To come into Ukraine now is an adventure in the style of the US, but not at all in a Russian style. Especially as nobody cancelled the more important from a geopolitical point of view Syrian crisis, the permanently breaking out Korean crisis, which is in fact a reflection of the crisis in the Asia-Pacific region caused by the accruing American-Chinese standoff. And also the internal political crisis in the US can’t but disturb Russia. And all of these crises attract to themselves huge resources, which simply can’t be unproductively tied down to Ukraine for years.

That’s why for the current moment, when the US already left and Russia still didn’t come, Ukraine finds itself more and more under the power of its own elite, which already started settling scores among themselves with enthusiasm. Such a situation opens a window of opportunities in front of the Republics of Donbass, for which the hope to return their territories and legalize themselves in the international-legal plan appears. But in general, the situation of the most part of the population of Ukraine will only worsen, and final degradation of State structures and the revelry of banditry can force neighboring countries to close the border with Ukraine, which will additionally worsen the situation of the wide masses.

Thus, the Russian geopolitical strategy, providing a victory with smaller forces due to a beautiful maneuver, appears to be much more effective than the American strategy of permanent power quelling. However, it is no less rigid concerning the population of hostile countries. The difference is that the US create conditions for genocide, while Russia, in order to preserve strategic efficiency, is often compelled not to interfere in situations where in the neighboring State the mechanism of bloody chaos was already started.

SOS-patriots often criticize Russia for “indifference toward the Russian people who found themselves abroad against their own will”. This emotional reaction can be understood. But the leaving of Moscow by Kutuzov caused a no less emotional reaction in society. Shaken by the news, General Bagration even tore off the bandages from his wounds and died. And war was won, although Moscow burned down [at that time all buildings were constructed from wood – ed].

In every war we are forced to sacrifice something. And this something is always human lives. Perhaps for the first time in its history, Russia now fights so that costs are incurred generally by the citizens of other States, and Russia gets the prizes.
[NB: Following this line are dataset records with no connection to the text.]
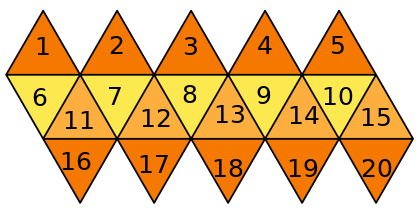
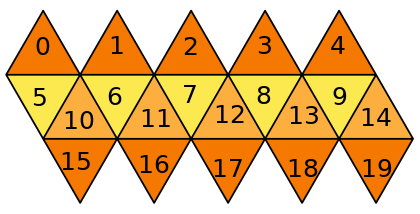
Layer changes from the first 420 x 214 image to the second:
renamed "5 #1" to "4", painted on it over <box>331,36,345,54</box>
renamed "4 #1" to "3", painted on it over <box>258,36,272,54</box>
renamed "3 #1" to "2", painted on it over <box>184,37,197,55</box>
renamed "2 #2" to "1", painted on it over <box>110,36,123,54</box>
renamed "1 #15" to "0", painted on it over <box>36,37,50,55</box>
renamed "20" to "19", painted on it over <box>362,159,392,177</box>
renamed "19" to "18", painted on it over <box>304,159,318,177</box>
renamed "18" to "17", painted on it over <box>229,159,243,177</box>
renamed "17" to "16", painted on it over <box>155,155,169,173</box>
renamed "16" to "15", painted on it over <box>77,152,91,170</box>
renamed "12" to "11", painted on it over <box>157,109,170,127</box>
renamed "7" to "6", painted on it over <box>108,87,122,105</box>
renamed "11" to "10", painted on it over <box>80,111,94,129</box>
renamed "6" to "5", painted on it over <box>33,88,47,106</box>
renamed "15" to "14", painted on it over <box>377,108,391,126</box>
renamed "10" to "9", painted on it over <box>324,87,353,105</box>
renamed "14" to "13", painted on it over <box>305,106,319,124</box>
renamed "9" to "8", painted on it over <box>257,86,271,104</box>
renamed "13" to "12", painted on it over <box>231,105,244,123</box>
renamed "8" to "7", painted on it over <box>183,85,197,103</box>

When the citizens of the countries incurring costs are indignant, their motivation is understandable for me. But when indignation takes a hold of Russian “patriots”, I start to suspect them of being fools or traitors. They actually demand from the country to replace the resource-saving strategy, which is more effective than the American one, with another one, which by its political inefficiency and expenditure of resources will surpass the American one manyfold.

Kutuzov in 1812 set the task of preserving the army, because only in this way could he provide a turn of the tide in war. In the present conditions Kutuzov’s preservation of the army means the preservation of the stability of the Russian State and the positive dynamics of growth of its economy. Only a rich and stable Russia attracts friends and allies. A Russia that is wallowed in the conflicts of others, ruined, incapable of gathering and concentrating in a decisive direction resources that are scattered on different minor crisis points will not be needed by many.

Liddell Hart wrote that the purpose of any war is peace, peace that is better than the pre-war one (at least in your own understanding). Respectively, if your peace became worse, then it is unimportant where your troops are and how many enemies you killed — you lost the war. The acting strategy of Russia unambiguously leads it to peace, a better peace than the pre-war one. Its domestic and external situation improved and became stronger even in the course of the not-yet-ended global standoff with the US. Moreover, not only the vector, but also the dynamics of the ongoing processes are positive for Russia.

This is an achievement that it is necessary if not to be proud of, then at least to cherish.